Dataset excerpts:
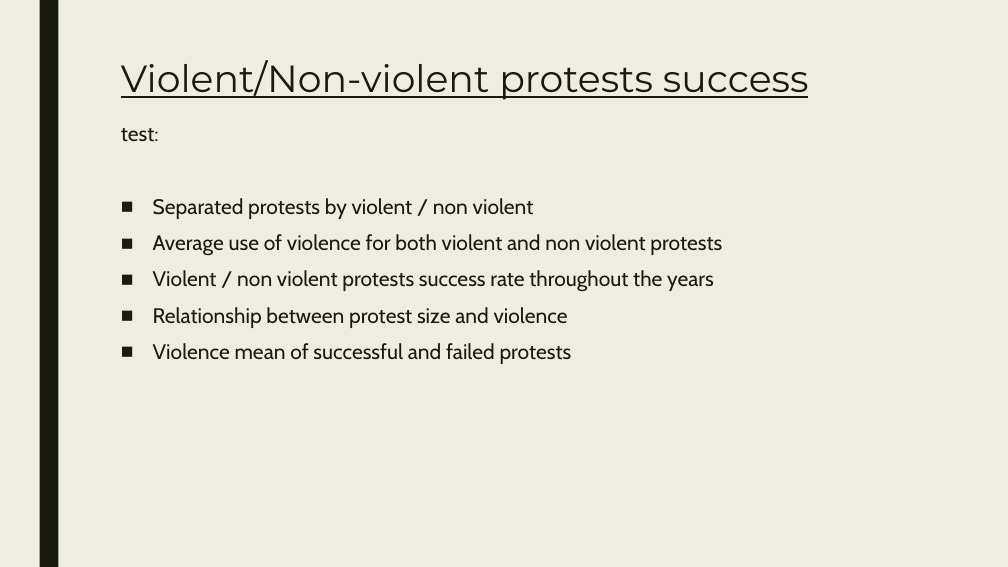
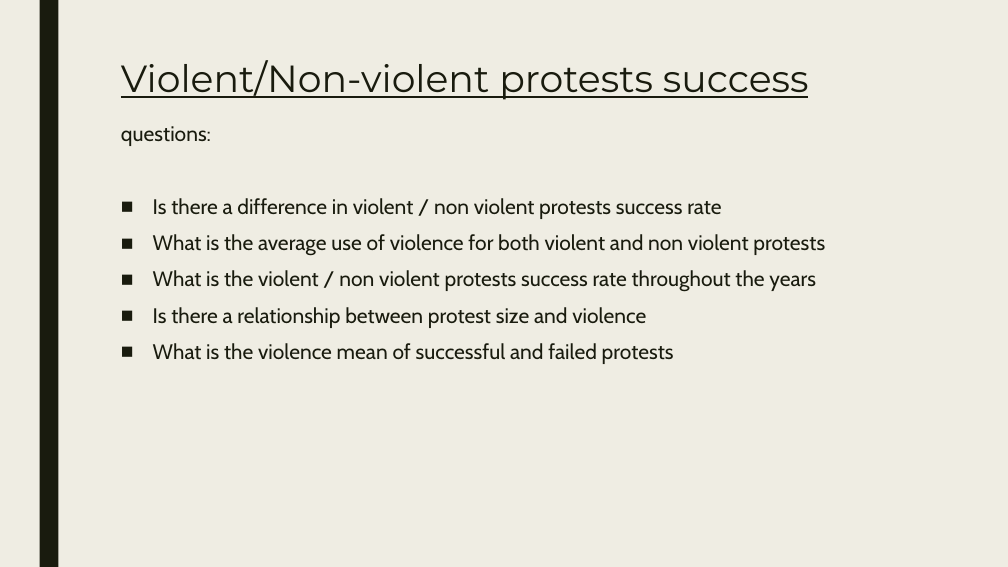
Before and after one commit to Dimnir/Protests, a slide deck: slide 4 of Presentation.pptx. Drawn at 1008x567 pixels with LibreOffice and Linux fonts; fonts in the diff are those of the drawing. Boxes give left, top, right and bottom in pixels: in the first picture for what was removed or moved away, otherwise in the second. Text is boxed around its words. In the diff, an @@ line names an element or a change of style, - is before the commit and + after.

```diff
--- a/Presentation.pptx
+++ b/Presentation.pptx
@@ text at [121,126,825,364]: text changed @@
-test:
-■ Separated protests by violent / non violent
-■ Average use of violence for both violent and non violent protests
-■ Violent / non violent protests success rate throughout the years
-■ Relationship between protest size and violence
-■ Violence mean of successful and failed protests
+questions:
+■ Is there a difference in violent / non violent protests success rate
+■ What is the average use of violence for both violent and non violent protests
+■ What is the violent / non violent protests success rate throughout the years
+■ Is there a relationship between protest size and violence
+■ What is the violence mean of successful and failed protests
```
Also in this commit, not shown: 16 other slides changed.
* * *
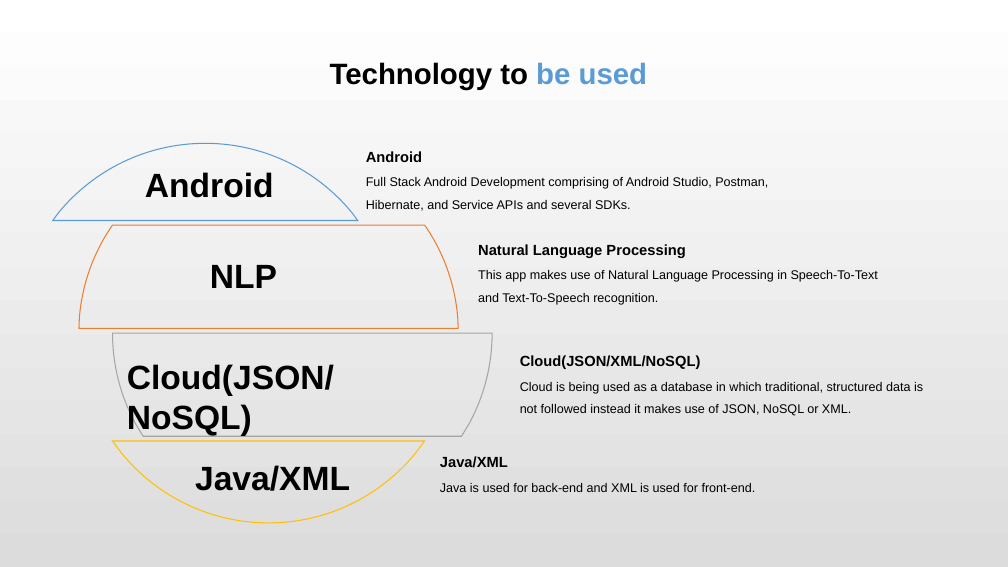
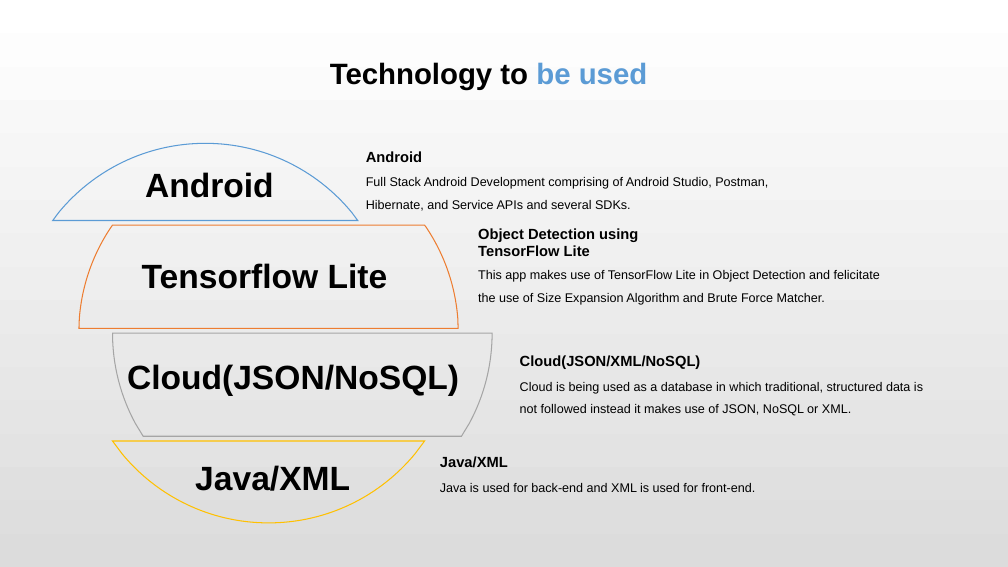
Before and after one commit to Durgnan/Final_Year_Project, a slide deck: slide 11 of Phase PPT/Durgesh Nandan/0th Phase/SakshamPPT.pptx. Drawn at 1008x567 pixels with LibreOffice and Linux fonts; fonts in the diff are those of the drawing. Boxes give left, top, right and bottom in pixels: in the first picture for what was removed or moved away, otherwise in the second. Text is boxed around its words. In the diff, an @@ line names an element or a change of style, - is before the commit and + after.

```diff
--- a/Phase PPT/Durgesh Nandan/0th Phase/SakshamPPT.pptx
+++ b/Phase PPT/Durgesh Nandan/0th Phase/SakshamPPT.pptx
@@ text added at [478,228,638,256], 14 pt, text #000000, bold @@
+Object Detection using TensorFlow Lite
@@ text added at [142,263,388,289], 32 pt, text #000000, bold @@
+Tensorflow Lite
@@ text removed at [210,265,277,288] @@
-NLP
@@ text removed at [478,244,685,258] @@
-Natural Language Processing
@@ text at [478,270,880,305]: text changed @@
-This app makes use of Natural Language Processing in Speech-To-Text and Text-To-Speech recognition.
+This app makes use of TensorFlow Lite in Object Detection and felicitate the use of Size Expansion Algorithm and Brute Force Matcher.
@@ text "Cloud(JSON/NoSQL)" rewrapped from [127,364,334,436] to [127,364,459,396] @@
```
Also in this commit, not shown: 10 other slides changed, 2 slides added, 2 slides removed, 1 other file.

The task: Among the lines of the records, copy out each one that contains the word "Processing".

Answer section:
-Natural Language Processing
-This app makes use of Natural Language Processing in Speech-To-Text and Text-To-Speech recognition.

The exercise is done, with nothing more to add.